Emsal Mahkeme Kararı Kayseri Bölge Adliye Mahkemesi 6. Hukuk Dairesi 2022/2013 E. 2022/2017 K. 12.10.2022 T.

Görüntülediğiniz mahkeme kararı henüz kesinleşmemiştir.

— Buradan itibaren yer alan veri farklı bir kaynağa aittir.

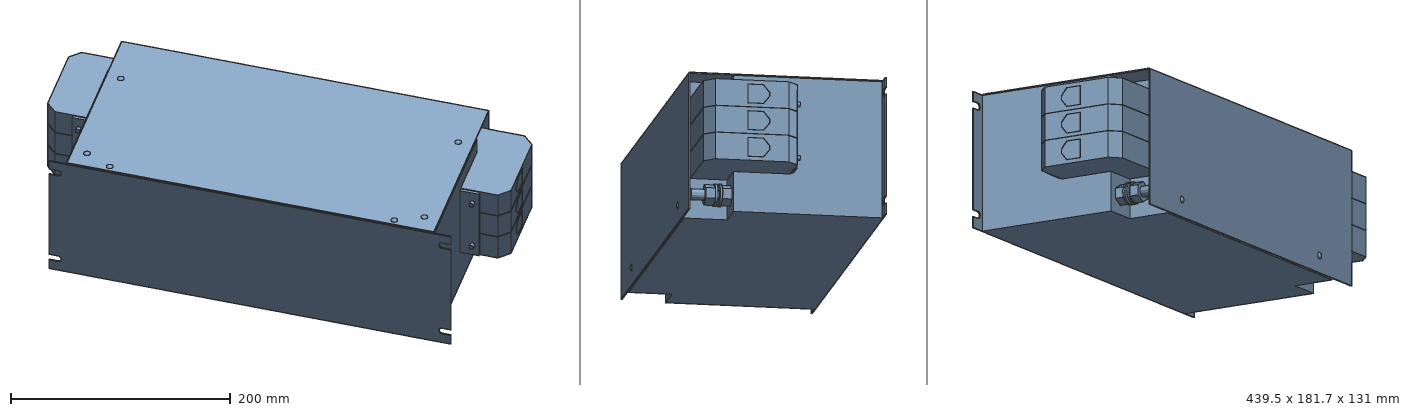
import cadquery as cq

sheet = 1.5
body_width = 350.0
body_height = 128.0
overall_depth = 180.2
cover_width = 348.0
cover_bend = 1.5
plate_width = 381.0

slot_width = 6.5
slot_depth = 11.5
lower_slot_z = 13.5
slot_spacing = 102.0

recess_front = 139.0
recess_width = 32.5

overall_width = 439.5
pole_count = 3
pole_height = 25.0
terminal_bottom = 37.5
terminal_height = pole_count * pole_height
terminal_front = 86.0
terminal_back = 173.0
terminal_chamfer = 9.5
seam_width = 0.1
seam_depth = 0.5

entry_back = 133.5
entry_shoulder = 119.0
entry_tip = 113.5
entry_height = 17.5
entry_tip_height = 3.5
entry_depth = 0.5

bracket_reach = 193.0
bracket_thickness = 2.5
bracket_inset = 1.0
bracket_screw_x = 187.0
bracket_screw_diameter = 4.5
bracket_screw_length = 4.0

head_diameter = 6.0
head_height = 1.5
top_screw_places = [(160.0, 129.0), (160.0, 19.0), (135.0, 7.0)]
back_screw_x = 118.5
back_screw_z = 17.5

stud_x = body_width / 2 - recess_width / 2
stud_z = 18.5
stud_diameter = 10.0
stud_end = 176.0
nut_corners = 19.5
nut_length = 9.0
washer_diameter = 20.5
washer_thickness = 2.0
washer_gap = 2.0

SIDES = (-1, 1)


def block(x_range, y_range, z_range):
    """Box between the given limits."""
    (x0, x1), (y0, y1), (z0, z1) = x_range, y_range, z_range
    return cq.Workplane("XY").box(x1 - x0, y1 - y0, z1 - z0, centered=False).translate((x0, y0, z0))


def centred_block(width, y_range, z_range):
    """Box centred across X."""
    return block((-width / 2, width / 2), y_range, z_range)


def facing_back(x, y, z):
    """Workplane at the given point whose normal points along +Y."""
    return cq.Workplane(cq.Plane(origin=(x, y, z), xDir=(-1, 0, 0), normal=(0, 1, 0)))


def mounting_plate():
    plate = centred_block(plate_width, (0, sheet), (0, body_height))
    radius = slot_width / 2
    for side in SIDES:
        for z in (lower_slot_z, lower_slot_z + slot_spacing):
            round_x = side * (plate_width / 2 - slot_depth + radius)
            outer_x = side * plate_width / 2
            straight = block(sorted((round_x, outer_x)), (0, sheet), (z - radius, z + radius))
            plate = plate.cut(straight)
            plate = plate.cut(facing_back(round_x, 0, z).circle(radius).extrude(sheet))
    return plate


def body():
    body_back = overall_depth - sheet
    housing = centred_block(body_width, (sheet, recess_front), (0, body_height))
    rear_width = body_width - 2 * recess_width
    return housing.union(centred_block(rear_width, (recess_front, body_back), (0, body_height)))


def cover():
    outer_top = body_height + sheet
    outer = centred_block(cover_width, (sheet, overall_depth), (sheet, outer_top))
    outer = outer.edges(">Y and >Z").fillet(cover_bend)
    inside = centred_block(cover_width, (0, overall_depth - sheet), (0, body_height))
    return outer.cut(inside)


def domed_head():
    """Screw head on the XY plane, shaped as a shallow cap of a sphere."""
    radius = head_diameter / 2
    sphere_radius = (radius**2 + head_height**2) / (2 * head_height)
    sphere = cq.Workplane("XY").sphere(sphere_radius).translate((0, 0, head_height - sphere_radius))
    return sphere.intersect(cq.Workplane("XY").circle(radius).extrude(head_height))


def cover_screws():
    head = domed_head()
    back_head = head.rotate((0, 0, 0), (1, 0, 0), -90)
    heads = cq.Workplane("XY")
    for side in SIDES:
        for x, y in top_screw_places:
            heads = heads.add(head.translate((side * x, y, body_height + sheet)))
        heads = heads.add(back_head.translate((side * back_screw_x, overall_depth, back_screw_z)))
    return heads.combine()


def terminal_prism(inset, bottom, height):
    """Chamfered block of the -X end, its outer faces moved inwards by the inset."""
    outer_x = -overall_width / 2 + inset
    inner_x = -body_width / 2 + recess_width
    y_range = (terminal_front + inset, terminal_back - inset)
    prism = block((outer_x, inner_x), y_range, (bottom, bottom + height))
    return prism.edges("|Z and <X").chamfer(terminal_chamfer)


def terminal_block():
    """Terminal block of the -X end, reaching to the inner wall of the recess."""
    outer_x = -overall_width / 2
    terminal = terminal_prism(seam_depth, terminal_bottom, terminal_height)
    for pole in range(pole_count):
        pole_bottom = terminal_bottom + pole * pole_height
        if pole > 0:
            pole_bottom += seam_width
        pole_top = terminal_bottom + (pole + 1) * pole_height
        terminal = terminal.union(terminal_prism(0, pole_bottom, pole_top - pole_bottom))

    for pole in range(pole_count):
        middle = terminal_bottom + (pole + 0.5) * pole_height
        low = middle - entry_height / 2
        high = middle + entry_height / 2
        tip_low = middle - entry_tip_height / 2
        tip_high = middle + entry_tip_height / 2
        entry = (
            cq.Workplane("YZ", origin=(outer_x, 0, 0))
            .moveTo(entry_back, low)
            .lineTo(entry_shoulder, low)
            .lineTo(entry_tip, tip_low)
            .lineTo(entry_tip, tip_high)
            .lineTo(entry_shoulder, high)
            .lineTo(entry_back, high)
            .close()
            .extrude(entry_depth)
        )
        terminal = terminal.cut(entry)
    return terminal


def bracket():
    """Bracket of the -X end with its two screw ends, level with the outermost poles."""
    low = terminal_bottom + bracket_inset
    high = terminal_bottom + terminal_height - bracket_inset
    front = terminal_front - bracket_thickness
    strip = block((-bracket_reach, -body_width / 2), (front, terminal_front), (low, high))
    for pole in (0, pole_count - 1):
        z = terminal_bottom + (pole + 0.5) * pole_height
        screw = facing_back(-bracket_screw_x, front, z).circle(bracket_screw_diameter / 2)
        strip = strip.union(screw.extrude(-bracket_screw_length))
    return strip


def earth_stud():
    """Stud of the -X end with two nuts that hold a pair of spaced washers."""
    def disc(y, diameter, length):
        return facing_back(-stud_x, y, stud_z).circle(diameter / 2).extrude(length)

    def nut(y):
        corner_up = facing_back(-stud_x, y, stud_z).transformed(rotate=(0, 0, 90))
        return corner_up.polygon(6, nut_corners).extrude(nut_length)

    inner_washer = recess_front + nut_length
    outer_washer = inner_washer + washer_thickness + washer_gap
    stud = disc(recess_front, stud_diameter, stud_end - recess_front)
    stud = stud.union(nut(recess_front))
    stud = stud.union(disc(inner_washer, washer_diameter, washer_thickness))
    stud = stud.union(disc(outer_washer, washer_diameter, washer_thickness))
    return stud.union(nut(outer_washer + washer_thickness))


result = body().union(mounting_plate()).union(cover()).union(cover_screws())
for make_fitting in (terminal_block, bracket, earth_stud):
    fitting = make_fitting()
    result = result.union(fitting).union(fitting.mirror("YZ"))
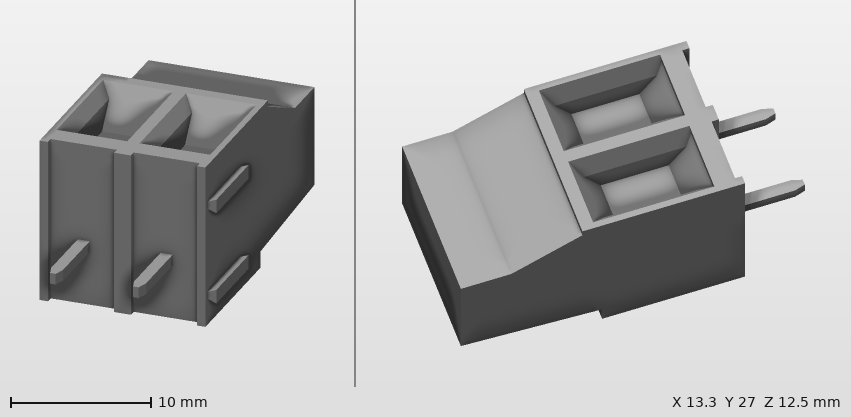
import cadquery as cq


pole_count = 2
pitch = 6.35
housing_width = pole_count * pitch
housing_height = 12.5
back_y = 27
front_y = 5.54
top_end_y = 17.82
top_step_z = 12.0
shoulder_y = 23.2
shoulder_z = 9.6
back_bottom_z = 1.95
foot_end_y = 16.34
foot_step_z = 1.27

strip_half_width = 0.65
recess_depth = 0.55

pocket_width = 5.4
pocket_front_y = 7.7
pocket_back_y = 16.85
pocket_depth = 3.0
front_wall_straight_depth = 0.49
front_wall_run = 1.85
back_wall_run = 2.15
left_wall_inset = 0.75
right_wall_inset = 0.86
left_flare_depth = 1.05
right_flare_depth = 1.22

pin_width = 0.92
pin_thickness = 0.85
pin_center_z = 4.55
pin_tip_width = 0.43
pin_taper_length = 0.8

rib_height = 0.62
rib_base_width = 0.6
rib_tip_width = 1.05
rib_length = 6.37
rib_centers_z = (2.25, 9.32)


def make_housing():
    """Extrude the stepped side profile across the full width."""
    profile = [
        (front_y, 0),
        (foot_end_y, 0),
        (foot_end_y, foot_step_z),
        (back_y, back_bottom_z),
        (back_y, shoulder_z),
        (shoulder_y, shoulder_z),
        (top_end_y, top_step_z),
        (top_end_y, housing_height),
        (front_y, housing_height),
    ]
    return cq.Workplane("YZ").polyline(profile).close().extrude(housing_width)


def make_front_recess(center_x):
    """Full-height box to remove from the front face of one pole."""
    width = pitch - 2 * strip_half_width
    return (
        cq.Workplane("XY")
        .box(width, recess_depth, housing_height, centered=(True, False, False))
        .translate((center_x, front_y, 0))
    )


def make_pocket(center_x):
    """Intersect the lengthwise and crosswise pocket sections."""
    floor_z = housing_height - pocket_depth
    left_x = center_x - pocket_width / 2
    right_x = center_x + pocket_width / 2
    lengthwise_section = [
        (pocket_front_y, housing_height),
        (pocket_front_y, housing_height - front_wall_straight_depth),
        (pocket_front_y + front_wall_run, floor_z),
        (pocket_back_y - back_wall_run, floor_z),
        (pocket_back_y, housing_height),
    ]
    crosswise_section = [
        (left_x, housing_height),
        (left_x + left_wall_inset, housing_height - left_flare_depth),
        (left_x + left_wall_inset, floor_z),
        (right_x - right_wall_inset, floor_z),
        (right_x - right_wall_inset, housing_height - right_flare_depth),
        (right_x, housing_height),
    ]
    lengthwise = cq.Workplane("YZ").polyline(lengthwise_section).close().extrude(housing_width)
    crosswise = cq.Workplane("XZ").polyline(crosswise_section).close().extrude(-back_y)
    return lengthwise.intersect(crosswise)


def make_pin(center_x):
    """Flat pin running from the recessed front face to a tapered tip at Y = 0."""
    root_y = front_y + recess_depth
    outline = [
        (center_x - pin_width / 2, root_y),
        (center_x - pin_width / 2, pin_taper_length),
        (center_x - pin_tip_width / 2, 0),
        (center_x + pin_tip_width / 2, 0),
        (center_x + pin_width / 2, pin_taper_length),
        (center_x + pin_width / 2, root_y),
    ]
    bottom_z = pin_center_z - pin_thickness / 2
    return cq.Workplane("XY", origin=(0, 0, bottom_z)).polyline(outline).close().extrude(pin_thickness)


def make_rib(center_z):
    """Dovetail rib that widens away from the housing side."""
    tip_x = housing_width + rib_height
    section = [
        (housing_width, center_z - rib_base_width / 2),
        (tip_x, center_z - rib_tip_width / 2),
        (tip_x, center_z + rib_tip_width / 2),
        (housing_width, center_z + rib_base_width / 2),
    ]
    start_y = front_y + recess_depth
    return cq.Workplane("XZ", origin=(0, start_y, 0)).polyline(section).close().extrude(-rib_length)


result = make_housing()
for pole in range(pole_count):
    pole_x = (pole + 0.5) * pitch
    result = result.cut(make_front_recess(pole_x))
    result = result.cut(make_pocket(pole_x))
    result = result.union(make_pin(pole_x))
for rib_z in rib_centers_z:
    result = result.union(make_rib(rib_z))
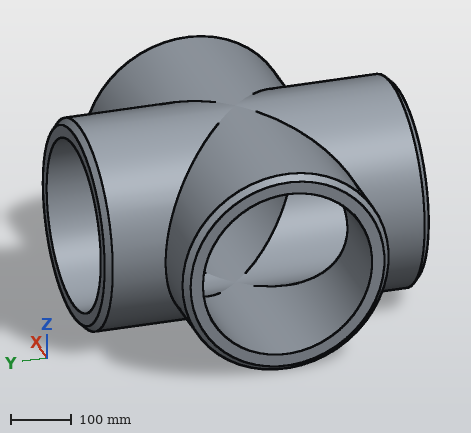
import cadquery as cq

length = 559.0
outer_diameter = 355.5
bore_diameter = 291.5
chamfer = 10.5


def centered_cylinder(plane, diameter):
    """Cylinder of the full pipe length, centered on the origin along the plane normal."""
    return cq.Workplane(plane).circle(diameter / 2).extrude(length / 2, both=True)


def pipe_body(plane):
    """Solid pipe with its outer end edges chamfered."""
    return centered_cylinder(plane, outer_diameter).edges("%CIRCLE").chamfer(chamfer)


body = pipe_body("YZ").union(pipe_body("XZ"))

result = body
for bore_plane in ("YZ", "XZ"):
    result = result.cut(centered_cylinder(bore_plane, bore_diameter))
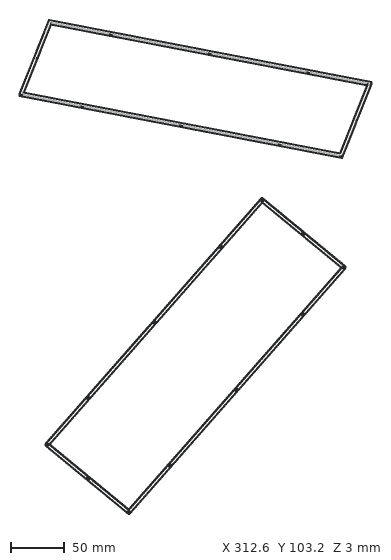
import cadquery as cq

LENGTH = 312.65
WIDTH = 103.25
HEIGHT = 3.0

WALL = 3.0
EDGE_RADIUS = 0.5

HOLE_DIAMETER = 2.2
HOLE_DEPTH = 1.2
HOLE_END_X = (LENGTH - WALL) / 2
HOLE_SIDE_Y = (WIDTH - WALL) / 2
HOLE_INTERMEDIATE_X = 95.6


def frame_blank():
    """Square-edged frame, centred on the Z axis and standing on Z = 0."""
    return (
        cq.Workplane("XY")
        .rect(LENGTH, WIDTH)
        .rect(LENGTH - 2 * WALL, WIDTH - 2 * WALL)
        .extrude(HEIGHT)
    )


def round_edges(frame):
    """Round the inner and outer corners, then the top edges; the bottom stays sharp."""
    rounded_corners = frame.edges("|Z").fillet(EDGE_RADIUS)
    return rounded_corners.faces(">Z").edges().fillet(EDGE_RADIUS)


def hole_centres():
    """Five holes along each long side, corners included, and one midway along each end."""
    long_side_x = (-HOLE_END_X, -HOLE_INTERMEDIATE_X, 0, HOLE_INTERMEDIATE_X, HOLE_END_X)
    long_side_holes = [(x, y) for x in long_side_x for y in (-HOLE_SIDE_Y, HOLE_SIDE_Y)]
    end_holes = [(-HOLE_END_X, 0), (HOLE_END_X, 0)]
    return long_side_holes + end_holes


def underside_holes():
    """Cylinders to remove for the blind holes, rising from the bottom face."""
    return (
        cq.Workplane("XY")
        .pushPoints(hole_centres())
        .circle(HOLE_DIAMETER / 2)
        .extrude(HOLE_DEPTH)
    )


result = round_edges(frame_blank()).cut(underside_holes())

Yararlı olması amacıyla eklenmiştir.

T.C.
KAYSERİ
BÖLGE ADLİYE MAHKEMESİ
6. HUKUK DAİRESİ
DOSYA NO: 2022/2013
KARAR NO: 2022/2017
T Ü R K M İ L L E T İ A D I N A
B Ö L G E A D L İ Y E M A H K E M E S İ K A R A R I
İNCELENEN KARARIN
MAHKEMESİ: KAYSERİ 2. ASLİYE TİCARET MAHKEMESİ
TARİHİ: 06/07/2022
NUMARASI: 2021/73 E. 2022/609 K.
DAVANIN KONUSU: İtirazın İptali (Ticari Satımdan Kaynaklanan)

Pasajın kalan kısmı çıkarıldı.